Spatial-temporal Patterns of Net Ecosystem Productivity in Vegetation of the Yellow River Basin and Its Response to Multi-scale Meteorological Factors and Extreme Climate Events

Based on MODIS NDVI and ERA5-Land reanalysis data for 2000–2022, we estimated net ecosystem productivity (NEP) at the eco-functional-zone scale in the Yellow River Basin (YRB)with an improved Carnegie-Ames-Stanford Approach (CASA) model. Theil–Sen slope estimation, Mann–Kendall testing, coefficient-of-variation (CV) stability assessment and Pearson correlation analysis were applied to quantify spatiotemporal variations in vegetation NEP and its response to climate change and extreme events.

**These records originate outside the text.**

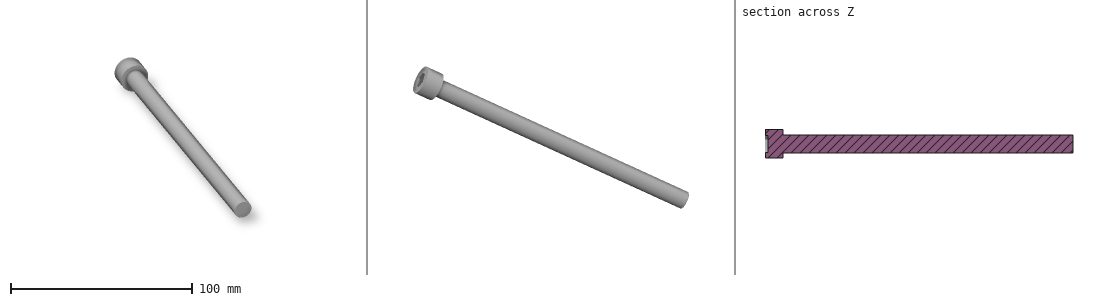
import cadquery as cq
import math

total_length = 170.0
head_diameter = 16.0
shank_diameter = 10.0
head_length = shank_diameter
socket_across_flats = 8.0
socket_depth = 1.5
tip_chamfer = 0.2


def make_cylinder(diameter, length):
    """Cylinder starting at X = 0 and running toward +X."""
    return cq.Workplane("YZ").circle(diameter / 2).extrude(length)


def make_socket():
    """Hexagonal prism with two corners on the Y axis."""
    across_corners = socket_across_flats / math.cos(math.pi / 6)
    return cq.Workplane("YZ").polygon(6, across_corners).extrude(socket_depth)


head = make_cylinder(head_diameter, head_length)
shank = make_cylinder(shank_diameter, total_length).faces(">X").chamfer(tip_chamfer)

result = head.union(shank).cut(make_socket())
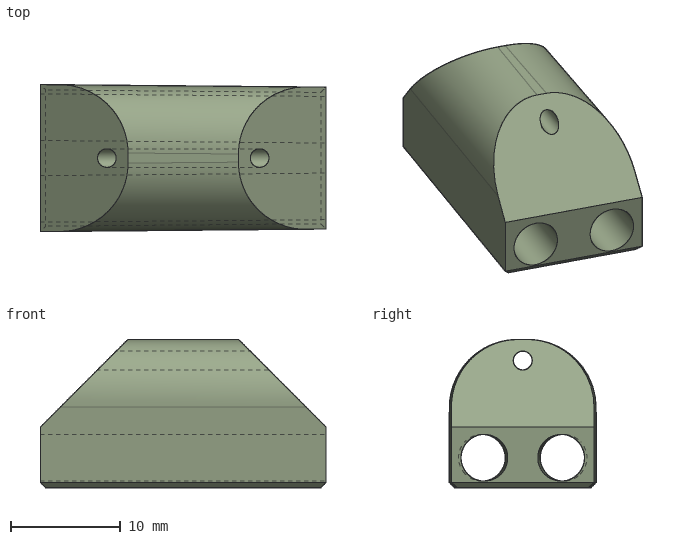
import cadquery as cq

length = 26.0
height = 13.5
wide_end = 13.4
narrow_end = 12.92
round_radius = 6.15
end_wall_height = 5.5
bottom_chamfer = 0.5

bore_diameter = 4.25
bore_offset = 3.72
bore_height = 2.73
small_hole_diameter = 1.7
small_hole_height = 11.57

slope_run = height - end_wall_height
side_taper = (wide_end - narrow_end) / 2 / length
cutter_overrun = 2.6


def make_block():
    """Tapered block with rounded long top edges and a chamfered base."""
    plan = [
        (-length / 2, -wide_end / 2),
        (length / 2, -narrow_end / 2),
        (length / 2, narrow_end / 2),
        (-length / 2, wide_end / 2),
    ]
    block = cq.Workplane("XY").polyline(plan).close().extrude(height)
    long_top_edges = block.faces(">Z").edges("<Y or >Y")
    block = long_top_edges.fillet(round_radius)
    return block.faces("<Z").chamfer(bottom_chamfer)


def slope_cutter(end):
    """Wedge above the 45 degree slope; end is -1 for -X and +1 for +X."""
    profile = [
        (end * length / 2, end_wall_height),
        (end * length / 2, height),
        (end * (length / 2 - slope_run), height),
    ]
    return cq.Workplane("XZ").polyline(profile).close().extrude(wide_end, both=True)


def long_hole(diameter, y, z, direction_y=0.0):
    """Through-hole cutter; y is its position at the -X end."""
    start = cq.Vector(
        -length / 2 - cutter_overrun,
        y - cutter_overrun * direction_y,
        z,
    )
    direction = cq.Vector(1, direction_y, 0)
    cutter_length = length + 2 * cutter_overrun
    return cq.Solid.makeCylinder(diameter / 2, cutter_length, start, direction)


result = make_block()
for end in (-1, 1):
    result = result.cut(slope_cutter(end))

for side in (-1, 1):
    inward_slope = -side * side_taper
    result = result.cut(long_hole(bore_diameter, side * bore_offset, bore_height, inward_slope))

result = result.cut(long_hole(small_hole_diameter, 0, small_hole_height))

The main findings are: (1) Over the past 23 years basin-wide NEP exhibited a significant upward trend (β = 8.36 g C m⁻² a⁻¹) with a pronounced “low in the northwest, high in the southeast” spatial pattern; areas of high inter-annual variability (CV > 25%) were concentrated in desert regions. (2) NEP was positively correlated with temperature (TEM) and precipitation (PRE) but negatively correlated with vapor pressure deficit (VPD); correlations with solar radiation (RADI) varied among eco-functional zones. (3) Both the frequency of extreme-high-temperature days and that of extreme drought days are significantly and negatively correlated with regional vegetation NEP, with NEP in arid zones exhibiting markedly stronger sensitivity to these extremes than in humid zones. These findings furnish a scientific basis for carbon-accounting, eco-compensation policy design and climate-adaptation strategies across the YRB.